| Kew Herbarium, Wing C,
built in 1877
Herbaria are collections of dried preserved specimens that document the identity of plants and fungi. They represent reference collections with many and varied functions including identification, research and education. At the Royal Botanic Gardens, Kew, the Herbarium has a central rôle for research on plant and mycological biodiversity on earth, with 7 million specimens, including approximately 350,000 type specimens.
From its foundation in 1853, the herbarium collections held at Kew have grown as a result of the amalgamation of several formerly private collections, such as Sir William Hooker's, George Bentham's and M J. Berkeley's mycological herbarium. The collections include the personal herbaria of some of Britain's most celebrated scientists and explorers of the past. Charles Darwin, Joseph Hooker, David Livingstone, John Hanning Speke, Richard Spruce, Ernest 'Chinese' Wilson and Miles Joseph Berkeley are just a few of the famous names whose collections can still be studied in the Herbarium.
The collection is still growing with an yearly addition of around 37,000 new specimens through a programme of joint work with overseas colleagues, expeditions, gifts and exchanges with other institutes at home and abroad. The care of the collections, or curation, is undertaken with great precision. When studied in the herbarium, specimens sometimes prove to be previously unknown species, which in due course will be described and named as new to science. Other specimens, once examined and determined, will provide essential research material for in-depth studies of systematics, micromorphology, biochemistry, and molecular genetics. The Herbarium is also the repository of many voucher specimens. Such specimens are the only tangible record by which species used in experimental research can be compared.

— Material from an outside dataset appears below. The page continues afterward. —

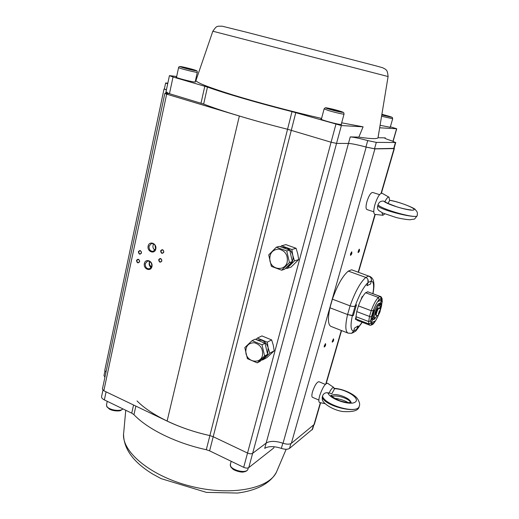 <?xml version="1.0" encoding="UTF-8"?>
<svg xmlns="http://www.w3.org/2000/svg" width="519" height="519" viewBox="0 0 519 519"><rect width="100%" height="100%" fill="white"/><g stroke="black" fill="none" stroke-linecap="round" stroke-linejoin="round"><path stroke-width="0.78" d="M379.902 311.99C379.311 313.671 378.825 314.43 378.435 314.28L379.895 310.407L379.902 311.99C376.554 319.295 380.453 306.359 379.902 311.99M376.489 315.435L375.782 315.163C374.64 314.936 377.475 307.404 378.487 307.994L379.214 308.267C380.297 308.688 380.55 309.908 379.979 311.913C378.649 315.091 377.495 316.266 376.509 315.442L376.489 315.435C375.347 315.202 378.182 307.67 379.188 308.26M379.337 311.05L379.46 311.925L378.422 313.521M379.46 311.925L378.987 311.75M379.681 308.61C380.09 306.612 380.038 305.47 379.532 305.191C378.163 305.477 376.658 308.027 375.016 312.834C374.173 315.805 374.076 317.511 374.718 317.959C375.289 318.095 376.074 317.271 377.092 315.494M379.532 305.191L378.474 304.802C377.099 305.081 375.587 307.624 373.952 312.432C373.116 315.403 373.018 317.109 373.667 317.557L374.718 317.959M380.849 296.842L381.264 298.399L380.868 300.06L378.513 301.37L379.162 299.56L378.312 297.432C375.879 300.014 373.511 304.439 371.208 310.712L358.421 305.892L371.208 310.712L373.265 310.609L371.351 317.012L369.496 316.447L371.208 310.712L373.265 310.609L373.972 309.888L371.831 317.031L369.496 316.447L368.685 321.533L356.002 316.687L356.203 319.062L357.078 320.294L369.632 325.121L368.827 323.908L356.203 319.062L368.827 323.908L370.89 323.22L368.827 323.908L368.685 321.533L370.754 320.846L372.318 317.907L372.447 320.288L370.89 323.22L372.447 320.288L372.318 317.907L370.754 320.846L368.685 321.533L356.002 316.687L356.748 311.601L369.496 316.447L356.748 311.601L358.421 305.892C360.711 299.658 363.105 295.272 365.61 292.742L378.312 297.432L365.61 292.742L367.809 291.808L380.628 296.647M373.239 316.065L373.284 316.908M376.262 306.982L375.581 308.26M370.495 325.277L371.747 324.271L372.136 322.636L374.523 321.157L373.849 323.045M382.153 298.723L380.537 302.454L380.622 304.88L382.14 302.019L380.622 304.88L380.537 302.454L382.068 299.58M382.256 301.688L382.062 299.586L381.264 298.399L379.162 299.56L378.513 301.37L380.868 300.06L381.264 298.399L380.2 296.407L367.569 291.749L380.2 296.407L378.312 297.432L379.162 299.56C377.151 301.85 375.185 305.535 373.265 310.609L373.972 309.888L371.831 317.031L371.351 317.012L370.754 320.846L370.89 323.22L371.747 324.278L372.136 322.636L374.523 321.157L373.888 322.941C375.445 321.138 377.015 318.381 378.611 314.663M380.433 296.459C380.777 296.213 381.361 297.03 382.185 298.905L381.575 305.821L381.069 305.782L380.057 309.142L381.069 305.782L381.53 305.775M379.96 306.502C380.252 304.543 380.122 303.433 379.564 303.161C377.806 303.524 375.873 306.787 373.771 312.951C372.7 316.752 372.577 318.938 373.401 319.509C374.004 319.678 374.835 318.932 375.905 317.258M373.602 323.46L373.888 322.941L371.747 324.271M378.701 314.553C377.021 318.53 375.308 321.514 373.57 323.506L373.167 323.85M372.992 323.947L372.61 324.057M379.331 303.128L379.668 305.282M374.88 317.985L373.213 319.38M370.761 325.257L370.306 325.257M154.973 250.197C152.794 248.458 152.352 246.363 153.65 243.917M155.032 245.305L155.551 249.003M151.237 267.564C149.083 265.916 148.59 263.873 149.757 261.44M150.043 261.621C148.888 263.801 149.427 265.488 151.665 266.682M394.09 148.213L394.051 148.583L374.9 148.895L366.18 147.098C357.87 144.833 351.953 143.614 348.437 143.439L336.539 143.406L331.083 142.225L287.552 129.25C270.457 124.949 254.394 120.538 239.356 116.022L166.651 94.14L164.847 93.388L168.591 93.589L165.918 92.233L167.183 92.181M165.626 83.001L164.348 89.067L166.404 89.943L164.38 88.911M105.973 372.22L104.76 370.443L164.023 88.989M314.358 424.321L291.347 443.33C289.531 444.478 286.76 444.452 283.037 443.252C275.628 440.832 269.997 440.78 266.143 443.09L252.636 453.327C251.378 454.028 249.678 453.937 247.524 453.042L213.205 436.719L209.884 435.59C194.404 432.126 180.145 427.286 167.112 421.078L103.832 390.768L102.412 389.088L164.841 93.407M324.31 345.797L325.543 343.643C325.861 345.077 325.413 346.205 324.206 347.023L324.31 345.797M350.565 253.869L351.713 251.825C352.122 253.298 351.707 254.472 350.448 255.348L350.565 253.869M332.387 340.951L333.574 338.862C333.866 340.256 333.432 341.359 332.277 342.164L332.387 340.951M358.246 251.157L359.349 249.165C359.732 250.593 359.323 251.741 358.123 252.61L358.246 251.157M136.503 260.428C138.041 258.546 139.086 258.962 139.637 261.673C138.099 263.548 137.055 263.133 136.503 260.428M158.671 259.708C160.254 257.8 161.325 258.222 161.883 260.973C160.293 262.874 159.223 262.458 158.671 259.708M138.359 251.734C139.903 249.834 140.947 250.249 141.505 252.967C139.961 254.861 138.917 254.446 138.359 251.734M160.618 250.891C162.213 248.964 163.284 249.38 163.842 252.143C162.252 254.063 161.175 253.648 160.618 250.891M144.353 263.548C145.495 258.008 153.196 261.038 151.95 266.571C150.77 272.118 143.114 269.037 144.353 263.548M148.136 246.051C149.297 240.446 157.062 243.424 155.797 249.023C154.597 254.628 146.883 251.611 148.136 246.051M358.065 252.338L359.129 249.341M332.225 341.891L333.354 339.03M350.39 255.069L351.486 252.007M324.154 346.744L325.316 343.812M155.616 248.737C155.765 245.299 154.37 243.567 151.444 243.534L149.05 246.188C148.914 249.645 150.322 251.371 153.274 251.365L155.616 248.737M151.775 266.273C151.898 262.796 150.478 261.07 147.513 261.102L145.255 263.678C145.145 267.175 146.585 268.894 149.563 268.823L151.775 266.273M161.046 250.956C160.987 252.377 161.571 253.09 162.797 253.077C164.257 251.579 163.991 250.515 162.012 249.879L161.046 250.956M138.787 251.793C138.735 253.188 139.306 253.888 140.487 253.895C141.914 252.435 141.661 251.384 139.734 250.729L138.787 251.793M159.093 259.772C159.048 261.206 159.638 261.913 160.864 261.887C162.291 260.376 162.012 259.312 160.034 258.709L159.093 259.772M136.932 260.486C136.886 261.894 137.457 262.588 138.651 262.575C140.039 261.102 139.773 260.058 137.853 259.435L136.932 260.486M102.931 390.191L101.581 396.561C101.361 397.736 102.288 398.845 104.364 399.909L131.735 413.156L133.954 414.681C147.539 429.077 175.941 443.148 206.303 449.714L209.605 450.849L243.683 467.34C245.818 468.242 247.518 468.32 248.776 467.593L273.87 447.878L273.974 446.723M312.639 429.083L289.531 448.39C287.753 449.551 285.022 449.545 281.35 448.384C274.045 446.048 268.505 446.042 264.716 448.364L266.169 443.077L252.636 453.327C251.378 454.028 249.678 453.937 247.524 453.042L213.205 436.719L209.884 435.59C179.379 428.947 150.776 415.025 137.035 400.928M104.903 371.221L103.982 375.587L104.922 377.196M356.19 319.01L355.398 319.464L356.002 316.765L355.71 318.698L356.086 318.484M362.346 297.186L361.529 298.685M355.385 318.854L355.71 318.698M381.848 114.44L389.49 116.807L381.783 114.848M384.573 115.082L384.423 115.62M184.959 67.528L194.541 70.208L185.212 68.197L181.922 67.074L184.959 67.528L184.842 68.067M191.226 69.085L191.102 69.656M328.384 108.731L328.877 108.445L340.438 111.494L340.042 111.799L328.384 108.731M328.877 108.445L328.774 108.841M334.872 109.82L334.677 110.573M358.837 137.113L350.247 136.906C353.686 137.139 359.518 138.365 367.737 140.578L376.327 142.381L395.433 142.504L391.949 140.883C386.934 139.306 384.449 138.294 384.514 137.853L378.007 137.749C377.326 138.995 371.721 138.897 361.185 137.457L358.837 137.113L363.092 126.824L341.372 125.553L336.539 143.406L348.457 143.439C351.901 143.607 357.727 144.801 365.927 147.02L374.517 148.784L394.044 148.369M388.095 76.527L378.072 137.567M212.835 31.231L196.033 80.231C195.125 82.073 207.282 86.933 232.499 94.815C257.301 102.431 292.379 111.741 321.592 118.429M341.671 122.821L363.092 126.824M390.236 127.278L380.057 125.3M195.228 81.704L195.572 81.996L194.171 81.97C189.597 81.425 175.26 77.584 176.129 77.136L176.557 77.072M341.32 124.132L341.671 124.469L340.989 124.541C337.434 124.437 319.853 119.584 320.995 119.026L321.456 118.948M167.695 83.838L165.626 82.988L167.838 83.15M379.603 127.791L396.724 128.77L390.379 126.792M196.364 79.258L195.786 79.18M176.681 76.501L169.428 75.631L173.028 76.987L207.464 87.069C224.824 93.349 258.203 103.106 292.015 111.637L341.372 125.553M169.421 75.651L165.918 92.233L169.479 93.705L203.656 104.06C220.809 110.813 253.914 120.83 287.552 129.25L331.083 142.225L336.539 143.406L248.776 467.593M379.558 194.657L372.648 192.452C370.761 192.646 368.853 195.689 366.933 201.58C365.746 206.14 365.733 208.794 366.907 209.546L373.784 211.804M417.263 215.515L417.211 215.683C416.796 219.044 381.29 210.299 377.676 205.952L378.014 204.791C378.98 202.034 380.888 200.814 383.749 201.132L386.246 202.468M417.27 215.489L417.211 215.67C416.751 219.206 381.549 209.429 378.014 204.791M389.678 200.308C400.934 202.209 418.236 209.274 413.351 210.091C408.888 211.09 386.551 204.311 383.749 201.132M387.92 203.39L389.659 200.613L388.991 197.168L382.075 193.256C379.824 193.211 377.449 196.973 374.945 204.531C373.401 210.403 373.401 213.685 374.945 214.386L358.214 272.157M389.685 200.276C398.605 201.515 415.434 208.359 415.343 209.663C417.302 212.18 417.646 211.726 417.211 215.67L417.211 215.67C413.306 220.783 415.485 218.46 410.438 219.732C409.407 219.894 402.738 219.141 396.133 217.506L382.646 212.978L378.779 210.487C377.553 209.222 377.183 207.71 377.676 205.952M384.962 201.593C386.623 198.297 387.965 196.818 388.991 197.168M384.793 213.912L382.86 215.281L381.919 212.615M325.303 384.397L318.906 381.692C316.824 382.062 314.696 385.416 312.522 391.761C311.672 394.92 311.647 396.769 312.457 397.295L318.854 400.058M359.291 406.02L359.167 406.416C357.332 414.292 324.232 405.936 322.221 397.106L322.513 396.088C323.402 393.577 325.179 392.474 327.846 392.779L331.901 393.687L334.262 389.289L333.795 387.505L327.599 383.249C325.141 383.444 322.5 387.596 319.691 395.692C318.582 399.773 318.569 402.056 319.652 402.543L319.691 402.549M359.304 405.988L359.174 406.403C357.293 414.434 324.453 405.183 322.513 396.088M350.812 402.394C350.584 397.989 335.066 392.364 331.673 395.459M350.546 402.446C349.397 398.709 336.883 394.609 332.29 396.445M334.255 388.692C345.258 388.731 360.724 398.352 355.314 402.05C350.293 406.02 329.552 398.975 327.846 392.779M359.167 406.429C358.817 410.523 353.277 412.216 342.54 411.509C331.576 409.718 322.403 402.731 322.267 399.416L322.221 397.106M328.975 393.259C331.044 389.081 332.653 387.161 333.795 387.505M285.684 268.187L286.793 268.511L291.081 267.084L298.691 259.584L297.744 253.83L296.089 248.29L285.904 244.624L281.545 245.792L280.455 246.778M286.793 268.511L294.468 260.927L298.691 259.584M294.468 260.927L292.787 255.329L291.834 249.503L296.089 248.29M291.834 249.503L281.545 245.792M281.979 247.329L286.306 247.745C289.641 249.088 291.801 251.618 292.787 255.329C293.527 259.098 292.684 262.27 290.251 264.852L287.039 266.85M261.816 359.771L262.523 359.991L266.948 357.591L274.188 350.831L273.286 345.193L271.658 339.939L261.9 335.923L257.411 338.083L255.861 339.465M262.523 359.991L269.815 353.167L274.188 350.831M269.815 353.167L268.161 347.853L267.253 342.151L271.658 339.939M267.253 342.151L257.411 338.083M267.506 354.445L265.78 356.787L263.386 358.305M256.808 339.854L261.939 340.302C265.131 341.749 267.207 344.272 268.161 347.853L267.596 354.256M348.048 333.114L351.584 333.334L353.737 331.044C350.708 330.837 350.241 325.731 352.336 315.74L347.574 314.546L353.329 315.597L356.488 304.802L355.217 305.892L352.336 315.74L353.329 315.597L356.488 304.802L355.217 305.892C354.133 306.606 352.427 306.599 350.098 305.86L332.407 299.165L329.954 307.793C327.651 318.575 327.982 324.777 330.947 326.406L348.048 333.114C345.291 331.563 345.129 325.374 347.574 314.546L329.954 307.793L347.574 314.546L350.098 305.86L332.407 299.165C337.337 285.242 342.644 275.887 348.314 271.106L365.791 277.418L348.314 271.106L351.402 269.848L352.206 269.99L368.73 276.095C370.832 277.133 371.701 278.761 371.332 280.974L368.016 282.544C368.62 280.202 367.88 278.495 365.791 277.418L368.73 276.095M370.592 283.971L371.332 280.974L370.592 283.971L366.933 285.729L370.592 283.971M355.217 305.892C359.317 294.688 363.585 286.91 368.016 282.544L366.933 285.729L368.016 282.544L367.919 279.475M354.451 328.138L353.737 331.044L354.451 328.138L358.207 325.88L354.451 328.138M356.028 330.681L358.207 325.88L357.156 328.962L362.1 322.228M362.865 296.31L362.087 296.712L361.016 299.69M257.242 362.852L260.291 361.198L267.616 354.341L265.034 343.267L255.153 339.173L252.059 340.659L262.004 344.791L264.606 355.95L257.242 362.852L247.388 358.648L244.806 347.613L252.059 340.659M265.034 343.267L262.004 344.791M267.616 354.341L264.606 355.95M245.928 353.329C247.628 362.418 260.544 364.215 262.445 355.502C263.191 348.794 260.447 344.532 254.219 342.722C248.024 342.981 245.26 346.517 245.928 353.329M281.674 270.211L284.633 269.231L292.333 261.608L289.686 250.119L279.352 246.382L276.348 247.187L286.754 250.956L289.42 262.536L281.674 270.211L271.366 266.364L268.712 254.913L276.348 247.187M289.686 250.119L286.754 250.956M292.333 261.608L289.42 262.536M269.906 260.713C271.638 270.165 285.165 271.314 287.202 262.043C288.013 254.946 285.158 250.625 278.645 249.075C272.151 249.71 269.238 253.59 269.906 260.713M380.278 310.239L382.14 302.019M394.051 148.583L381.082 193.308M341.301 330.467L325.809 383.878M320.353 402.686L313.859 425.087M374.9 148.895L291.347 443.33M366.18 147.098L283.037 443.252M350.247 136.906L266.143 443.09M335.903 124.313L243.683 467.34M295.785 112.655L209.605 450.849M292.015 111.637L206.303 449.714M239.356 116.022L167.112 421.078M166.651 94.14L103.832 390.768M167.695 93.135L167.598 93.576M125.754 410.263L123.73 432.567C120.544 450.583 149.316 475.612 189.733 485.979C230.105 496.508 268.913 488.95 276.478 472.069L277.321 470.091M312.127 429.868L313.411 425.45M289.531 448.39L290.887 443.622M281.35 448.384L282.81 443.168M133.954 414.681L135.874 406.118M131.735 413.156L133.558 405.002M104.364 399.909L106.077 391.839M381.757 114.984L391.89 117.294L381.867 114.31C393.623 117.346 392.267 117.521 392.39 117.566L392.682 118.754L381.556 116.237M392.688 118.728L390.152 127.57M181.125 66.653C175.999 65.868 190.59 69.955 195.397 70.642C200.237 71.35 185.984 67.373 181.125 66.653M197.304 72.271C197.389 72.971 177.68 68.021 178.588 67.561C178.666 66.711 179.47 66.4 181.001 66.627C184.323 67.126 194.009 69.552 196.364 70.597C196.896 70.59 197.207 71.142 197.304 72.271L195.15 82.06M107.245 401.297L106.531 404.632L106.771 406.169C108.458 409.958 120.382 411.943 122.886 408.875M329.584 109.301C338.797 112.078 348.405 113.667 339.199 110.917C330.272 108.231 320.457 106.551 329.584 109.301M328.469 110.541L324.116 108.867L325.244 107.816C324.998 107.628 327.165 107.667 337.175 110.326C345.492 112.863 342.767 112.253 343.818 112.85L344.032 114.089C344.026 114.556 334.521 112.396 328.469 110.541M344.045 114.057L341.204 124.547M231.182 461.294L230.468 463.999C228.204 469.325 246.609 474.671 247.978 469.085L248.05 468.826M388.095 76.54L212.842 31.218C216.507 25.924 216.637 26.871 218.025 26.229L222.113 26.184L247.174 32.386L376.638 66.043L382.717 67.762L385.422 69.209C386.674 70.59 387.453 70.208 388.095 76.54M207.464 87.069L203.656 104.06M367.737 140.578L365.927 147.02M376.327 142.381L374.517 148.784M395.433 142.504L393.7 148.479M385.208 137.736L385.033 138.352M396.574 128.783L392.98 141.213M173.028 76.987L169.479 93.705M204.797 86.219L201.009 103.171M372.85 293.663C374.231 285.904 373.725 281.674 371.332 280.974M350.098 305.86C355.093 291.821 360.322 282.342 365.791 277.418M357.156 328.962L353.737 331.044M369.632 325.121L370.624 325.27C372.324 324.712 373.304 324.122 373.57 323.506M381.575 305.821L380.271 310.381M394.382 148.505L381.42 193.185M375.256 214.418L358.48 272.254M341.56 330.571L326.185 383.567M320.619 402.744L314.319 424.471M165.911 92.259L165.678 93.381M123.567 434.286C123.73 449 133.428 462.247 152.677 474.029L161.091 478.622L206.406 492.375L237.54 493.05C256.211 490.663 270.302 483.565 276.478 472.069L286.157 449.266M312.594 429.239L313.774 425.158M178.581 67.587L176.479 77.428M122.984 408.92L120.706 410.477C119.357 411.269 113.35 411.21 109.522 409.173L106.856 406.773L106.492 404.807M324.109 108.899L321.345 119.364M230.404 464.252C230.767 467.613 230.112 466.094 232.759 469.014C234.478 470.61 240.628 472.426 243.074 472.043C245.876 471.661 247.511 470.675 247.978 469.085L248.316 467.846M379.117 131.028L378.007 137.749M395.763 142.446L394.031 148.402M396.724 128.77L393.117 141.259M410.373 210.052L410.879 209.864C411.697 210.15 404.054 209.241 396.438 206.685C388.251 203.584 384.735 202.086 385.902 202.202L385.928 202.222M382.86 215.281L374.945 214.386M359.167 406.416L359.174 406.403C360.186 404.548 359.544 401.901 357.247 398.449C354.73 394.719 344.065 388.939 334.21 388.329M351.253 402.29C350.604 402.206 349.235 403.782 339.192 400.525C329.137 395.738 331.193 394.725 330.986 395.173L331.064 395.368M347.938 402.543C346.024 401.122 339.569 398.676 334.697 398.378M325.134 403.672L319.652 402.543M372.999 293.722C374.394 285.502 373.959 284.114 373.654 281.849C373.304 279.293 371.909 277.418 369.483 276.218M362.249 322.28L356.274 330.441C356.19 330.966 354.626 331.926 351.584 333.334"/></g></svg>

The Herbarium is the centre of an information network that brings together botanists and mycologists from around the world. Every week, the Herbarium attracts an average of 50 visitors, about a quarter of whom are overseas researchers. Please see the guidelines on herbarium visitor information.
We share our resources by sending out specimens on loan to overseas universities and specialist institutes. If you wish to borrow a herbarium specimen, please consult our loan regulations. We are actively seeking to make the collections more widely accessible through our recently started digitisation programme.